When a woman first sees a doctor after discovering a lump, the doctor usually conducts a clinical breast examination. The doctor may palpate the area, and ask her a series of questions which would include her symptoms and family history. Did her sister or mother have breast cancer? Did anyone in the family pass away from cancer? The doctor would also look for other signs, like the change in the size of the breast or skin, discharge from the nipple or inversion of the nipple.

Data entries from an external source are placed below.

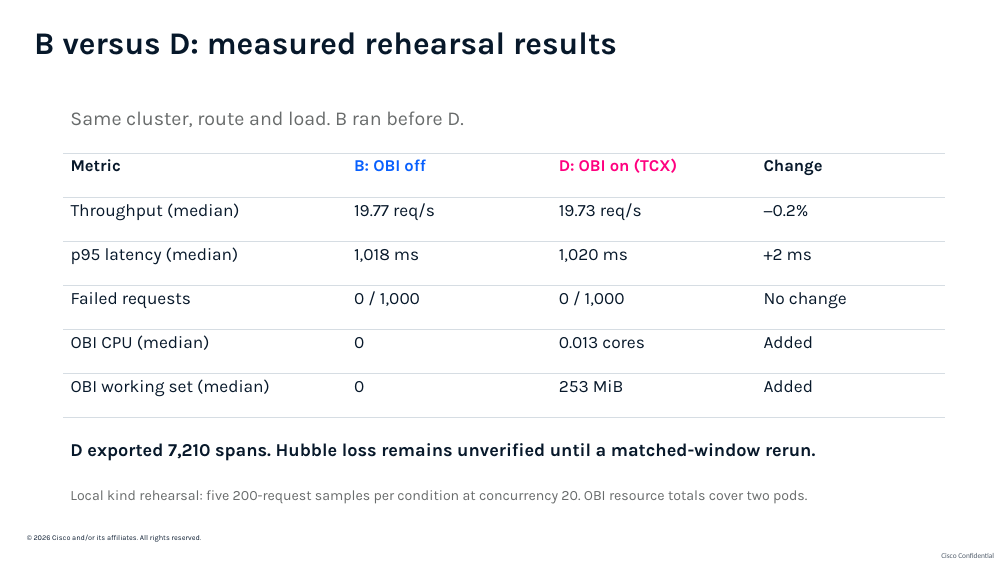
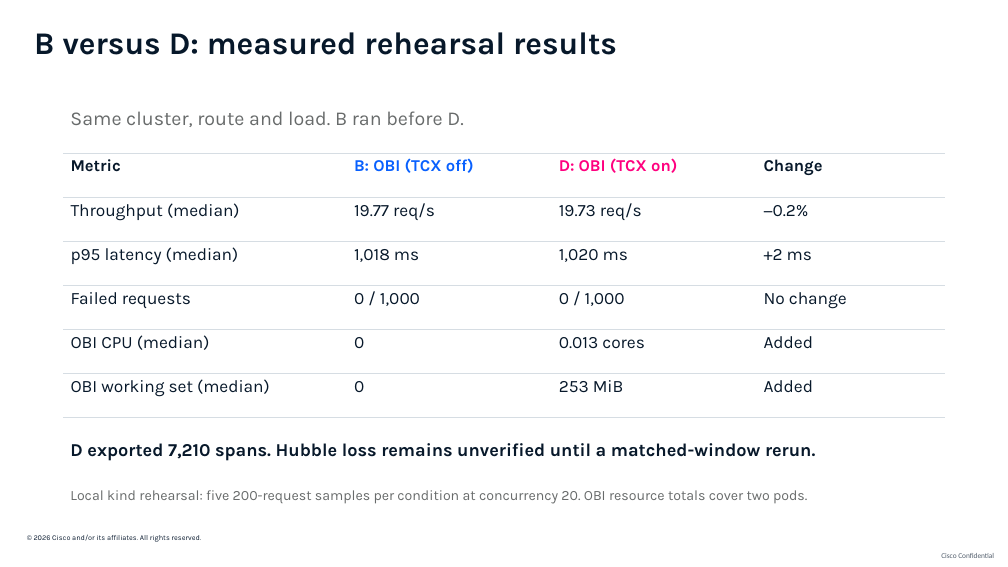
Before and after one commit to ajimenez1503/cilium-obi-demo, a slide deck: slide 26 of slides/cilium-obi-session-deck-latest.pptx (slide 25 before the commit). Drawn at 1008x567 pixels with LibreOffice and Linux fonts; fonts in the diff are those of the drawing; background and template pictures are left out. Boxes give left, top, right and bottom in pixels: in the first picture for what was removed or moved away, otherwise in the second. Text is boxed around its words. In the diff, an @@ line names an element or a change of style, - is before the commit and + after.

```diff
--- a/slides/cilium-obi-session-deck-latest.pptx
+++ b/slides/cilium-obi-session-deck-latest.pptx
@@ table at (63,153,945,417) @@
-row 1, column 2: B: OBI off
+row 1, column 2: B: OBI (TCX off)
-row 1, column 3: D: OBI on (TCX)
+row 1, column 3: D: OBI (TCX on)
```
Also in this commit, not shown: 8 other slides changed, 2 slides added, 1 slide removed.

If there appears to be a cause of concern, the doctor will recommend further tests such as a mammography, breast ultrasound or core needle biopsy. Depending on the stage of the cancer, its size and location, one’s breast surgeon may suggest a lumpectomy (a wide excision to remove the cancerous mass together with a rim of normal breast tissue or mastectomy (removal of the whole breast). This may be followed by chemotherapy, radiotherapy, hormonal treatment or target therapy, depending on the character of the tumour. Preserving the body image after surgery is an issue to consider when deciding on treatment, but survival should be the utmost concern of every patient. “There are four stages of breast cancer, and also a pre-invasive stage known as ductal carcinoma-in-situ,” explains Dr Tan. The stage is usually determined based on:  the size of the tumour  the extent to which the axillary lymph nodes are affected  whether the cancer has spread to other organs like the liver, lungs and bones.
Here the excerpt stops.